Copyright Reform

 

Libraries deserve an information infrastructure that enables research in their institutions to be world class.

For this infrastructure to thrive, it must be part of an ecosystem that can accommodate and nurture the changing nature of research and innovation in the digital age. As the infrastructure evolves to accommodate rapid advances in information technology, an explosion in the production of data and a culture shift towards collaboration and openness, so too must the surrounding policies and legislation.

So far, however, the evolution of copyright and associated intellectual property legislation has not kept pace with the digital age. Without significant changes to European legislation, Europe’s research potential will not be fully realised.

 

What is LIBER’s position?

We believe that the need for copyright reform is urgent. Please read our LIBER Position Statement: Copyright in the Digital Age.

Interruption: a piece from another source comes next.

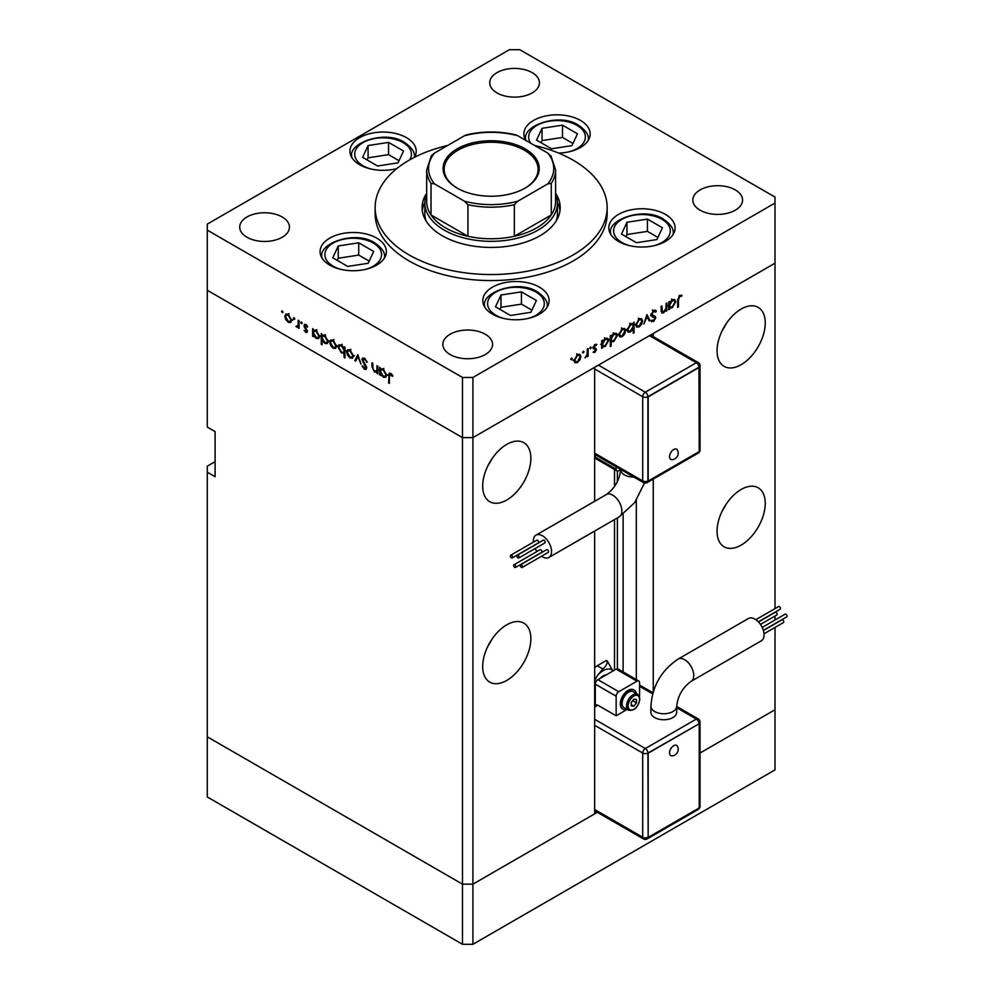 <?xml version="1.0" encoding="UTF-8"?>
<svg xmlns="http://www.w3.org/2000/svg" width="994" height="994" viewBox="0 0 994 994"><rect width="100%" height="100%" fill="white"/><g stroke="black" fill="none" stroke-linecap="round" stroke-linejoin="round"><path stroke-width="1.49" d="M597.357 812.309L472.908 884.163L462.496 884.163L207.286 736.815L207.286 796.952L462.496 944.3L472.908 944.3L774.997 769.89L774.997 709.753L700.037 753.03L774.997 709.753L774.997 627.45M594.66 501.287L594.66 367.32L472.908 437.608L472.908 884.163L462.496 884.163L462.496 944.3M594.66 531.057L594.66 813.875L472.908 884.163L472.908 944.3M741.139 364.686A34.069 19.669 120 0 0 763.404 334.667A34.069 19.669 120 0 0 758.173 307.37A34.069 19.669 120 0 0 741.139 309.059A34.069 19.669 120 0 0 718.886 339.078A34.069 19.669 120 0 0 724.117 366.376A34.069 19.669 120 0 0 741.139 364.686M722.315 330.393A34.069 19.669 120 0 0 726.117 323.808M741.139 545.11A34.069 19.669 120 0 0 763.404 515.091A34.069 19.669 120 0 0 758.173 487.793A34.069 19.669 120 0 0 741.139 489.483A34.069 19.669 120 0 0 718.886 519.502A34.069 19.669 120 0 0 724.117 546.799A34.069 19.669 120 0 0 741.139 545.11M722.315 510.817A34.069 19.669 120 0 0 726.117 504.231M506.766 680.43A34.069 19.669 120 0 0 529.019 650.411A34.069 19.669 120 0 0 523.801 623.114A34.069 19.669 120 0 0 506.766 624.804A34.069 19.669 120 0 0 484.513 654.822A34.069 19.669 120 0 0 489.731 682.12A34.069 19.669 120 0 0 506.766 680.43M487.942 646.125A34.069 19.669 120 0 0 491.744 639.552M506.766 500.007A34.069 19.669 120 0 0 529.019 469.988A34.069 19.669 120 0 0 523.801 442.69A34.069 19.669 120 0 0 506.766 444.38A34.069 19.669 120 0 0 484.513 474.399A34.069 19.669 120 0 0 489.731 501.697A34.069 19.669 120 0 0 506.766 500.007M487.942 465.701A34.069 19.669 120 0 0 491.744 459.129M215.102 461.663L207.286 466.174L207.286 736.815L462.496 884.163L462.496 437.608L207.286 290.26L207.286 427.085L215.102 431.595L215.102 476.698L207.286 472.187M462.496 377.471L462.496 437.608L207.286 290.26L207.286 230.123L462.496 377.471L472.908 377.471L472.908 437.608L462.496 437.608L472.908 437.608L774.997 263.199L653.257 333.487L653.257 336.606M653.257 691.762L653.257 479.071M472.908 377.471L774.997 203.062L774.997 608.626M774.997 616.031L774.997 620.045M614.516 670.093L614.516 519.589M614.516 486.551L614.516 469.491M636.322 679.561L636.322 500.342M555.596 194.103A66.287 38.269 180 0 1 557.435 203.062A66.287 38.269 180 0 1 516.507 238.423A66.287 38.269 180 0 1 444.268 230.123A66.287 38.269 180 0 1 424.848 203.062L424.848 213.586A66.287 38.269 0 0 0 426.091 220.941M426.687 193.258A69.058 39.872 0 0 0 422.09 207.572A69.058 39.872 0 0 0 442.318 235.764A69.058 39.872 0 0 0 517.563 244.4A69.058 39.872 0 0 0 560.194 207.572A69.058 39.872 0 0 0 555.596 193.258M424.86 202.403A69.058 39.872 0 0 0 422.288 210.579M447.648 145.472A116.012 66.983 0 0 0 375.136 207.572A116.012 66.983 0 0 0 409.106 254.924A116.012 66.983 0 0 0 535.542 269.449A116.012 66.983 0 0 0 607.148 207.572A116.012 66.983 0 0 0 573.178 160.208A116.012 66.983 0 0 0 534.635 145.472M375.136 207.572L375.136 213.586A116.012 66.983 0 0 0 409.106 260.95A116.012 66.983 0 0 0 535.542 275.462A116.012 66.983 0 0 0 607.148 213.586L607.148 207.572M665.396 214.369A33.15 19.134 0 0 0 629.277 210.231A33.15 19.134 0 0 0 608.813 227.899A33.15 19.134 0 0 0 618.516 241.443A33.15 19.134 0 0 0 654.636 245.58A33.15 19.134 0 0 0 675.1 227.899A33.15 19.134 0 0 0 665.396 214.369M539.382 287.117A33.15 19.134 0 0 0 503.262 282.979A33.15 19.134 0 0 0 482.798 300.66A33.15 19.134 0 0 0 492.515 314.191A33.15 19.134 0 0 0 528.634 318.328A33.15 19.134 0 0 0 549.098 300.66A33.15 19.134 0 0 0 539.382 287.117M376.664 238.075A33.15 19.134 0 0 0 340.544 233.938A33.15 19.134 0 0 0 320.08 251.606A33.15 19.134 0 0 0 329.784 265.149A33.15 19.134 0 0 0 365.904 269.287A33.15 19.134 0 0 0 386.368 251.606A33.15 19.134 0 0 0 376.664 238.075M414.473 157.3A33.15 19.134 0 0 0 416.213 151.187A33.15 19.134 0 0 0 406.509 137.657A33.15 19.134 0 0 0 370.389 133.507A33.15 19.134 0 0 0 349.925 151.187A33.15 19.134 0 0 0 359.629 164.718A33.15 19.134 0 0 0 396.78 168.607M558.591 153.076A33.15 19.134 0 0 0 590.163 133.954A33.15 19.134 0 0 0 580.446 120.423A33.15 19.134 0 0 0 544.327 116.273A33.15 19.134 0 0 0 523.863 133.954A33.15 19.134 0 0 0 525.776 140.365A31.299 18.078 180 0 1 525.702 139.371L525.702 140.241M246.997 237.268A24.862 14.351 180 0 1 239.716 227.117A24.862 14.351 180 0 1 255.06 213.859A24.862 14.351 180 0 1 282.159 216.965A24.862 14.351 180 0 1 289.44 227.117A24.862 14.351 180 0 1 274.095 240.374A24.862 14.351 180 0 1 246.997 237.268M700.124 210.206A24.862 14.351 180 0 1 692.843 200.055A24.862 14.351 180 0 1 708.188 186.797A24.862 14.351 180 0 1 735.287 189.904A24.862 14.351 180 0 1 742.568 200.055A24.862 14.351 180 0 1 727.223 213.312A24.862 14.351 180 0 1 700.124 210.206M485.283 334.245A24.862 14.351 0 0 0 458.197 331.126A24.862 14.351 0 0 0 442.839 344.384A24.862 14.351 0 0 0 450.12 354.535A24.862 14.351 0 0 0 477.219 357.654A24.862 14.351 0 0 0 492.564 344.384A24.862 14.351 0 0 0 485.283 334.245M532.163 72.624A24.862 14.351 0 0 0 505.064 69.518A24.862 14.351 0 0 0 489.719 82.775A24.862 14.351 0 0 0 497 92.927A24.862 14.351 0 0 0 524.099 96.033A24.862 14.351 0 0 0 539.444 82.775A24.862 14.351 0 0 0 532.163 72.624M774.997 203.062L774.997 197.048L519.787 49.7L509.375 49.7L207.286 224.11L207.286 230.123M377.832 371.532L374.477 372.067L371.98 366.724L371.98 362.798L372.8 363.27L372.899 368.699L374.614 371.197L376.888 370.476L377.012 365.705L377.832 366.177L377.832 373.868L376.627 372.29M378.888 369.83L376.291 371.334L377.832 369.93M361.94 359.579L362.661 358.026L364.537 358.225L367.308 362.127L364.537 359.306L362.748 360.064L366.214 366.202L366.127 369.457L364.475 369.259L362.052 366.078L362.785 365.854L364.574 368.227L365.904 367.668L361.94 359.579L364.4 358.151M364.636 358.287L362.748 360.064M364.574 368.227L366.612 367.258M357.84 354.634L360.996 364.152L357.902 356.759L355.69 361.083L354.808 360.573L357.84 354.634M352.609 358.163L350.074 357.977L347.54 355.243L346.633 351.988L347.664 349.714L350.074 350.012L353.516 355.964L352.46 358.25M335.661 348.385L333.127 348.186L330.592 345.465L329.685 342.197L330.729 339.936L333.127 340.234L336.581 346.185L335.512 348.472M313.967 330.02L316.154 330.43L319.633 336.444L318.639 338.619L316.129 338.382L313.445 335.264L313.445 336.693L312.625 336.221L312.625 328.529L313.719 330.145M282.296 310.886L283.054 312.203L282.296 312.638L281.538 311.321L282.296 310.886M283.054 312.203L282.296 312.638L283.054 312.203M290.795 322.478L288.26 322.28L285.725 319.559L284.806 316.291L285.85 314.029L288.26 314.328L291.702 320.279L290.646 322.565M294.1 317.695L294.858 319.012L294.1 319.447L293.342 318.142L294.1 317.695M294.858 319.012L294.1 319.447L294.858 319.012M298.25 320.23L299.07 320.702L299.07 328.393L298.25 326.79L295.914 326.442L298.101 325.373L298.25 320.23M299.07 326.318L296.622 327.113L299.07 325.709M296.784 326.256L299.07 324.814M301.468 321.944L302.226 323.261L301.468 323.696L300.697 322.391L301.468 321.944M302.226 323.261L301.468 323.696L302.226 323.261M307.481 331.362L305.792 332.406L304.089 330.331L305.792 331.462L306.661 330.927L304.288 326.989L304.537 324.367L305.928 324.529L307.829 326.666L307.283 327.063L305.966 325.498L304.798 326.057L307.481 331.362M306.972 332.555L305.792 332.406L307.481 331.437M305.792 331.462L307.357 330.53M306.674 325.088L304.798 326.057M322.615 335.015L324.802 335.425L328.281 341.427L327.287 343.613L324.777 343.377L322.081 340.197L322.081 344.781L321.273 344.309L321.273 333.512L322.367 335.127M344.993 352.559L341.451 352.994L337.985 346.993L338.966 344.806L341.476 345.055L344.172 348.161L344.172 346.744L344.993 347.217L344.993 358.014L344.172 357.542L343.874 353.243M381.037 368.749L383.237 369.159L386.703 375.16L385.722 377.347L383.212 377.111L380.516 373.993L380.516 375.409L379.696 374.937L379.696 367.246L380.789 368.861M391.474 373.918L389.399 376.378L389.399 383.373L388.579 382.901L389.213 373.135L390.704 373.334L392.903 375.819L392.419 376.353L389.822 374.316L391.077 373.582M661.047 310.749L663.681 311.793L665.943 308.451L666.079 303.53L666.887 303.058L666.887 310.749L666.079 311.221L666.079 309.842L663.545 312.824L661.805 313.035L661.047 306.438L661.867 305.966L662.402 312.004L661.072 311.246M655.605 312.141L653.605 311.544L651.816 314.352L655.282 316.502L655.791 317.807L653.543 321.559L651.12 321.186L651.853 320.105L653.642 320.428L654.971 318.328L651.927 316.514L650.995 314.812L653.605 310.463L656.375 311.159L655.605 312.141L652.337 309.979M655.531 310.277L656.375 311.159L654.549 310.103M651.008 314.551L652.499 315.458L651.008 314.601M651.753 321.696L651.12 321.186M651.853 320.105L653.642 320.428M654.971 318.328L650.548 315.471M646.908 314.601L650.064 320.466L649.181 320.975L646.97 316.651L643.876 324.044L646.908 314.601M642.584 320.925L641.677 324.181L639.13 326.914L636.607 327.113L635.688 324.901L639.13 318.95L641.54 318.652L642.584 320.925L641.565 320.329M625.636 330.704L624.729 333.959L622.194 336.693L619.66 336.891L618.753 334.68L622.194 328.741L624.605 328.442L625.636 330.704L624.63 330.12M601.693 346.036L602.501 346.508L601.693 348.397L601.693 340.706L602.501 340.234L602.501 341.563L605.222 338.532L607.694 338.283L608.701 340.532L605.197 346.508L602.898 346.807M571.475 358.014L572.233 358.449L571.475 359.766L570.718 359.331L571.475 358.014L572.233 358.449L571.475 358.014M571.475 359.766L570.718 359.331L571.475 359.766M580.881 356.535L579.974 359.791L577.439 362.537L574.905 362.723L573.998 360.524L577.439 354.572L579.85 354.274L580.881 356.535L579.875 355.951M583.279 351.193L584.037 351.64L583.279 352.957L582.521 352.51L583.279 351.193L584.037 351.64L583.279 351.193M583.279 352.957L582.521 352.51L583.279 352.957M587.317 349.006L588.137 348.534L588.137 356.225L587.317 356.697L587.317 355.566L584.981 357.915L587.168 354.311L587.317 349.006M590.523 347.018L591.281 347.453L590.523 348.77L589.765 348.335L590.523 347.018L591.281 347.453L590.523 347.018M590.523 348.77L589.765 348.335L590.523 348.77M596.549 349.49L594.859 352.472L593.157 352.361L595.729 350L593.045 347.788L594.996 344.433L596.897 344.384L593.853 347.279L596.549 349.49L593.903 348.484M593.903 351.516L594.859 351.528M595.505 349.428L593.356 348.795M596.35 345.403L594.325 344.943M594.151 347.925L595.754 348.186M610.328 340.979L611.148 341.451L611.148 346.036L610.328 346.508L610.328 335.711L611.148 335.239L611.148 336.568L613.87 333.537L616.342 333.288L617.349 335.537L613.845 341.514L611.571 341.762M632.445 323.46L633.24 323.92L634.06 322.019L634.06 332.816L633.24 333.288L633.24 328.79L630.519 331.884L628.046 332.133L627.04 329.896L630.544 323.907L632.855 323.622M668.763 307.308L669.583 307.78L668.763 309.668L668.763 301.977L669.583 301.505L669.583 302.847L672.304 299.803L674.764 299.554L675.771 301.803L672.279 307.78L669.968 308.078M679.722 296.46L678.455 299.902L678.455 306.91L677.647 307.382L677.647 300.275L679.772 295.355L681.971 295.305L681.486 296.386L678.927 296.001M559.995 210.579A69.058 39.872 0 0 0 557.423 202.403M556.205 220.941A66.287 38.269 0 0 0 557.435 213.586L557.435 203.062M576.408 361.94L577.439 362.537M574.805 360.039L575.588 361.766L577.439 361.592L580.074 357.008L579.303 355.293L577.439 355.517L574.805 360.039L574.072 359.617M576.694 355.082L577.439 355.517M587.317 355.753L588.137 356.225M593.53 351.702L594.859 352.472M593.045 348.012L595.294 349.304M593.169 346.881L593.853 347.279M593.642 346.968L593.94 347.987M601.693 347.453L602.501 347.925M601.693 341.091L602.501 341.563M607.657 339.923L608.701 340.532M604.215 345.937L605.197 346.508M602.501 344.061L603.259 345.788L605.184 345.564L607.881 340.992L607.086 339.289L605.197 339.488L602.501 344.061L601.693 343.589M604.451 339.066L605.197 339.488M610.328 345.564L611.148 346.036M610.328 336.096L611.148 336.568M616.305 334.928L617.349 335.537M612.863 340.954L613.845 341.514M611.148 339.066L611.906 340.793L613.832 340.569L616.529 335.997L615.733 334.295L613.845 334.493L611.148 339.066L610.328 338.594M613.099 334.071L613.845 334.493M621.163 336.109L622.194 336.693M619.56 334.208L620.343 335.922L622.194 335.748L624.828 331.164L624.058 329.461L622.194 329.673L619.56 334.208L618.827 333.773M621.449 329.25L622.194 329.673M633.24 332.344L634.06 332.816M629.488 331.288L630.519 331.884M633.24 326.355L632.495 324.64L630.556 324.852L627.86 329.424L628.655 331.126L630.544 330.927L633.24 326.355M629.811 324.417L630.556 324.852M627.115 329.002L627.86 329.424M638.111 326.318L639.13 326.914M636.508 324.417L637.291 326.144L639.142 325.97L641.764 321.385L641.006 319.67L639.142 319.894L636.508 324.417L635.762 323.994M638.384 319.459L639.142 319.894M648.436 319.534L650.064 320.466M652.785 311.072L653.605 311.544M651.107 313.942L651.816 314.352M652.673 314.999L653.182 316.303L655.791 317.807M651.617 320.453L653.543 321.559M652.375 316.825L651.766 315.806L652.375 316.825M651.269 315.893L653.145 316.974M666.079 310.277L666.887 310.749M661.085 311.408L663.545 312.824M668.763 308.724L669.583 309.196M668.763 302.375L669.583 302.847M674.727 301.194L675.771 301.803M671.298 307.221L672.279 307.78M669.583 305.344L670.341 307.059L672.267 306.848L674.951 302.263L674.168 300.561L672.267 300.772L669.583 305.344L668.763 304.872M671.534 300.337L672.267 300.772M677.647 306.438L678.455 306.91M679.734 295.38L681.486 296.386M679.3 295.678L680.318 296.274M289.266 321.696L288.26 322.28M285.825 315.707L284.806 316.291M285.626 316.763L288.26 321.335L290.111 321.509L290.882 319.795L288.26 315.272L286.384 315.048L285.626 316.763M289.005 314.837L288.26 315.272M291.627 319.372L290.882 319.795M299.07 327.448L298.25 327.921M299.231 325.61L298.511 324.939M296.547 326.069L295.914 326.442M306.115 328.393L305.481 328.766M305.903 324.504L303.978 325.622M313.445 335.748L312.625 336.221M317.136 337.798L316.129 338.382M313.445 332.828L316.129 337.426L318.043 337.637L318.813 335.96L316.129 331.362L314.166 331.139L313.445 332.828M316.875 330.927L316.129 331.362M319.559 335.525L318.813 335.96M322.081 343.837L321.273 344.309M325.783 342.793L324.777 343.377M322.081 337.823L324.777 342.421L326.691 342.632L327.461 340.954L324.777 336.357L322.814 336.134L322.081 337.823M325.523 335.922L324.777 336.357M328.206 340.52L327.461 340.954M334.146 347.602L333.127 348.186M330.704 341.613L329.685 342.197M330.505 342.669L333.127 347.241L334.99 347.415L335.761 345.701L333.127 341.178L331.263 340.954L330.505 342.669M333.885 340.743L333.127 341.178M336.506 345.278L335.761 345.701M344.993 357.07L344.172 357.542M342.445 352.423L341.451 352.994M339.016 346.397L337.985 346.993M344.993 347.689L344.172 348.161M344.172 350.596L341.489 345.999L339.575 345.788L338.792 347.465L341.476 352.062L343.452 352.286L344.993 350.124M342.234 345.577L341.489 345.999M351.081 357.38L350.074 357.977M347.639 351.391L346.633 351.988M347.44 352.448L350.074 357.032L351.926 357.206L352.708 355.479L350.074 350.957L348.211 350.745L347.44 352.448M350.82 350.522L350.074 350.957M353.442 355.057L352.708 355.479M356.436 359.629L354.808 360.573M367.196 361.841L366.537 362.214M365.357 358.834L364.537 359.306M366.724 367.966L364.475 369.259M377.832 372.924L377.012 373.396M375.446 371.507L374.477 372.067M380.516 374.465L379.696 374.937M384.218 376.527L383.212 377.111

If we aim to be competitive in terms of quality research output, we cannot afford to delay the process of reform. That is why we are actively advocating for a more flexible copyright system. In particular, we are calling for:

  • Better harmonisation of legal and technical requirements for sharing content across EU member states;
  • All exceptions related to education, learning and access to knowledge to be made mandatory;
  • A specific exception for text and data mining for all research purposes;
  • For the wording of the Information Society Directive to be expanded so that it also applies to digital preservation activities;
  • Safe-guarding from contracts undermining limitations and exceptions in copyright law;
    Provisions to allow e-lending by libraries, similar to analogue lending;
  • Publicly-funded research results to be made openly available regardless of contracts signed with a publisher;
  • Research exceptions that make no distinction between commercial and non-commercial purposes;
  • Data such as hyperlinks to remain free of all intellectual property rights. They are a building block of knowledge and must be freely usable and shareable by anyone for any purpose;
  • The minimum terms of protection in Europe (currently 70 years) to be reduced to life plus 50 years for copyrighted works.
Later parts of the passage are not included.